**Problem to work on**
Whenever a line contains the string "false", copy it out of the entries.

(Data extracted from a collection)
------------------------------------------------------------

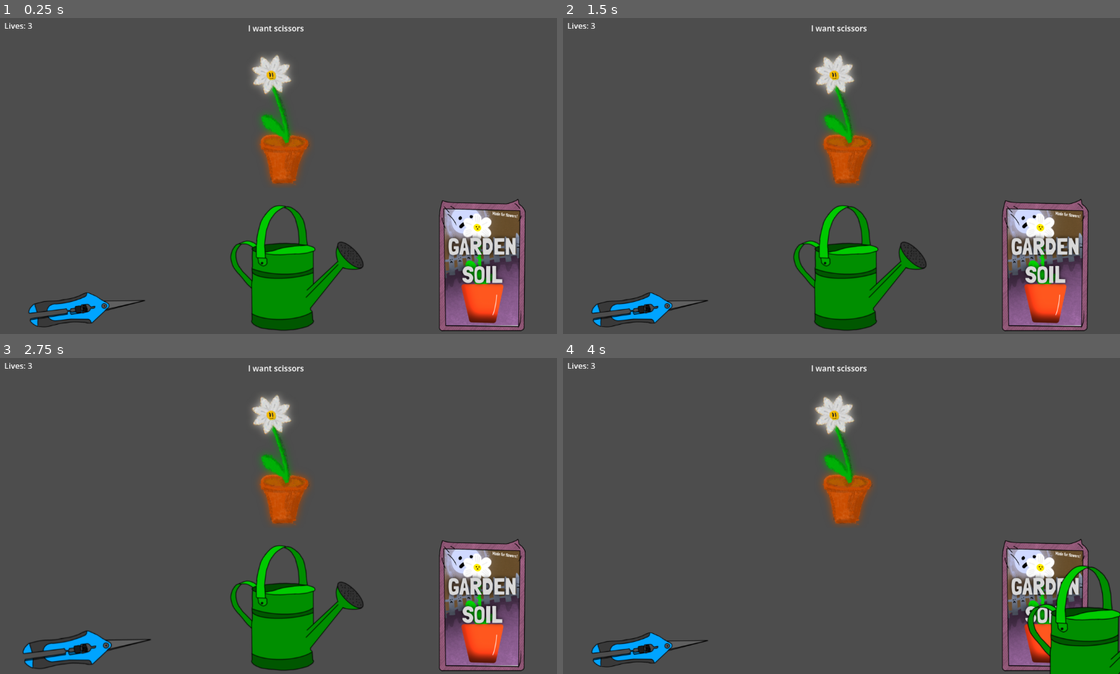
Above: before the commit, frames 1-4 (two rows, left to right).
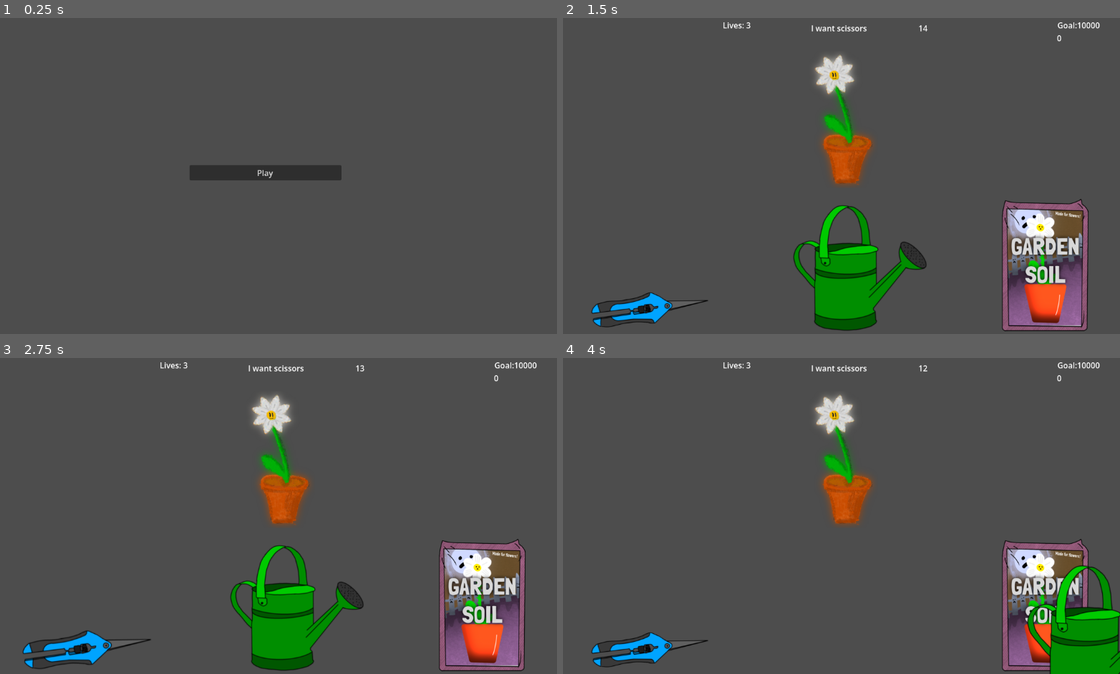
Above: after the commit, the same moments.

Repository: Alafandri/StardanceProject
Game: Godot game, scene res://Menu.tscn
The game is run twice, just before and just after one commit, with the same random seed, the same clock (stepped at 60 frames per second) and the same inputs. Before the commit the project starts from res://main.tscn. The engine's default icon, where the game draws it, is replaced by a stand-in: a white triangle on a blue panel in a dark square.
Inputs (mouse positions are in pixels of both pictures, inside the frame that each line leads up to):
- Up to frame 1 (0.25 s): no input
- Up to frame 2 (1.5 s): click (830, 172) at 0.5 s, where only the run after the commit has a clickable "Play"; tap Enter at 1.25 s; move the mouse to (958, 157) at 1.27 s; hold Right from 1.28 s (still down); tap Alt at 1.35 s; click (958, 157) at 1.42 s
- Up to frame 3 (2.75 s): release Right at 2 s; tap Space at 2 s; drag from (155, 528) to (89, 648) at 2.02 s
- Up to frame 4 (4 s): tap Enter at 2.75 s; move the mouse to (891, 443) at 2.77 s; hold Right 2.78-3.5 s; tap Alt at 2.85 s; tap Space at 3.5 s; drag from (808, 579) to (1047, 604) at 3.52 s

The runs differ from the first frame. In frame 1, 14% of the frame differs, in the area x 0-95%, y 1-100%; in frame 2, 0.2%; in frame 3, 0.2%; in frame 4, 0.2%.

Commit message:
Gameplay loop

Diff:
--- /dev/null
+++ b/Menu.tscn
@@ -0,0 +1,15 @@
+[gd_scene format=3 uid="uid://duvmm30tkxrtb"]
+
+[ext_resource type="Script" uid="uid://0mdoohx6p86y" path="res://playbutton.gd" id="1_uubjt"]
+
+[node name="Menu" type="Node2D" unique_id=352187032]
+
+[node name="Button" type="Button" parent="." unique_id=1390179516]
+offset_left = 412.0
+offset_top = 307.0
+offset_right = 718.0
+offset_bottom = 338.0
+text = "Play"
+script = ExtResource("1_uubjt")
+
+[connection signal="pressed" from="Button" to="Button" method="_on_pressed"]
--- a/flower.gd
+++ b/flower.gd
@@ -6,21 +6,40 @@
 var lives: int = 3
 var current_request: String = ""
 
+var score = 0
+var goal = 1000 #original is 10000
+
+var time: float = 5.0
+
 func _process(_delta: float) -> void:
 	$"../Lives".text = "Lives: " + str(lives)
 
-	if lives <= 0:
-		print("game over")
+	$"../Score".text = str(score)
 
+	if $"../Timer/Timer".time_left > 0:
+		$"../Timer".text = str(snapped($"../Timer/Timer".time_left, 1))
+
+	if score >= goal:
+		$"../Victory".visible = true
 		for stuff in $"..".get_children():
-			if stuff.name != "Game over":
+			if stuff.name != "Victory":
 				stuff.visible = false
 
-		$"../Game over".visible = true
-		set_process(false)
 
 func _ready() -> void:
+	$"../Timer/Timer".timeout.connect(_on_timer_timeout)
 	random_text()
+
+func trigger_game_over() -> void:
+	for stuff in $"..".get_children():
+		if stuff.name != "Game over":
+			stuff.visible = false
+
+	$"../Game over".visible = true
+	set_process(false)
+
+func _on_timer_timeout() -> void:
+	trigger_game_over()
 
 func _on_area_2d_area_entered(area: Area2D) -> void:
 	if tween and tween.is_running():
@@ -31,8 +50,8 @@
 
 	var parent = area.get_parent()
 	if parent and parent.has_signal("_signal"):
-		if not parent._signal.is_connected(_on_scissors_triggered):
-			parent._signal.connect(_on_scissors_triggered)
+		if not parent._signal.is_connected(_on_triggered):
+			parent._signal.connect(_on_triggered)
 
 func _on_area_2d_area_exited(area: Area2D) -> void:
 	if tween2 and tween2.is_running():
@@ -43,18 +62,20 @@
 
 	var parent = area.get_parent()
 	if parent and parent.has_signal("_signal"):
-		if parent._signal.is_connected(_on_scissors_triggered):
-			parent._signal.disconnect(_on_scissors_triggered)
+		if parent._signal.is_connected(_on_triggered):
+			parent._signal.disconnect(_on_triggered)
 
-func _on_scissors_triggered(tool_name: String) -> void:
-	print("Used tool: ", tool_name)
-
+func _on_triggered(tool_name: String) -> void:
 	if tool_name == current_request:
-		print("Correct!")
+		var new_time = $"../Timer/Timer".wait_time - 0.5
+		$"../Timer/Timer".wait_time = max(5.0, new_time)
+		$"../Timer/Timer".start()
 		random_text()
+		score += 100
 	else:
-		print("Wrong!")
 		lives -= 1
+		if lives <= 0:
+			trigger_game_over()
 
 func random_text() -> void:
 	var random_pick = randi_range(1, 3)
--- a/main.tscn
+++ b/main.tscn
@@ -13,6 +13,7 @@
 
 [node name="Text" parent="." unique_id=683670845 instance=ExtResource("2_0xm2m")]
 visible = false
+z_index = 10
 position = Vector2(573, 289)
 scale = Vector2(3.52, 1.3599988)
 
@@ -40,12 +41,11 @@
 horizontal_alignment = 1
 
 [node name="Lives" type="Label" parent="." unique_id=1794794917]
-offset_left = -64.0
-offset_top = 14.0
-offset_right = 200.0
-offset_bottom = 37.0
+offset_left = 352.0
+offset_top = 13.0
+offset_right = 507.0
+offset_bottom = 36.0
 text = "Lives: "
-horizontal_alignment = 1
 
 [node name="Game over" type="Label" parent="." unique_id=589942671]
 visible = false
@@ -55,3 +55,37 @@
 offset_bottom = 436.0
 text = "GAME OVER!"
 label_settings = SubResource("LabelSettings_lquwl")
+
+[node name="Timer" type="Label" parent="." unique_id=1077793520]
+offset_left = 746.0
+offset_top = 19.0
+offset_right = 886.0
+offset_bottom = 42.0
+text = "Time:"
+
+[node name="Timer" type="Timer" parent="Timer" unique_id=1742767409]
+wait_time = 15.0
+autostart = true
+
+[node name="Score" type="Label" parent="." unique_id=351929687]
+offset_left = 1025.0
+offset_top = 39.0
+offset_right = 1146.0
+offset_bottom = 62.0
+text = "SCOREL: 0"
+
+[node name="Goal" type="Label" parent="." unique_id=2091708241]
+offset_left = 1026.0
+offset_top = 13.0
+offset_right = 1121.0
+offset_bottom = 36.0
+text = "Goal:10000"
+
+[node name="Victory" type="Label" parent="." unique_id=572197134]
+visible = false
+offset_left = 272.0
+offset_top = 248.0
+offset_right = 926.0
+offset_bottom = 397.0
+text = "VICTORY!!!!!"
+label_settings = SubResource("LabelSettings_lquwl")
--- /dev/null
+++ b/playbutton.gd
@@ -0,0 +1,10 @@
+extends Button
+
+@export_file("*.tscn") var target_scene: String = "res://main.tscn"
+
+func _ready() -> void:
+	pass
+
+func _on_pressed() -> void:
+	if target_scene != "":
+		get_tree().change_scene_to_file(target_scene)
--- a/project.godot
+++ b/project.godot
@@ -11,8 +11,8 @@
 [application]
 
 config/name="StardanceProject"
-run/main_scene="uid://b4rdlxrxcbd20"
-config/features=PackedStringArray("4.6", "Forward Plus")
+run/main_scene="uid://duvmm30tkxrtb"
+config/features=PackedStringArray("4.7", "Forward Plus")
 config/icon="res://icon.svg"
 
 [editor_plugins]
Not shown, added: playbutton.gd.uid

------------------------------------------------------------

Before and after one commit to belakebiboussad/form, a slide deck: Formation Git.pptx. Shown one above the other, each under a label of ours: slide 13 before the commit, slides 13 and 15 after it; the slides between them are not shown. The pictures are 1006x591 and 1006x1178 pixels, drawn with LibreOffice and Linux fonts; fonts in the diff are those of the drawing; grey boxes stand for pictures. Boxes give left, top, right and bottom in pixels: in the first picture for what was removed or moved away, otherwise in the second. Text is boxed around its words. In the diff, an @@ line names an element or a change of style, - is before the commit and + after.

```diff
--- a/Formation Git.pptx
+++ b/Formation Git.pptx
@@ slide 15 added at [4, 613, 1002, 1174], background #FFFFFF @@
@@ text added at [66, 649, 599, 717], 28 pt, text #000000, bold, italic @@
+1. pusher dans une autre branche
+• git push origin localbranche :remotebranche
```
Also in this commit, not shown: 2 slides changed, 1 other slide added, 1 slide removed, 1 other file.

------------------------------------------------------------

**Answer below**
 				stuff.visible = false
-		set_process(false)
+			stuff.visible = false
+	set_process(false)
 visible = false
 visible = false
+visible = false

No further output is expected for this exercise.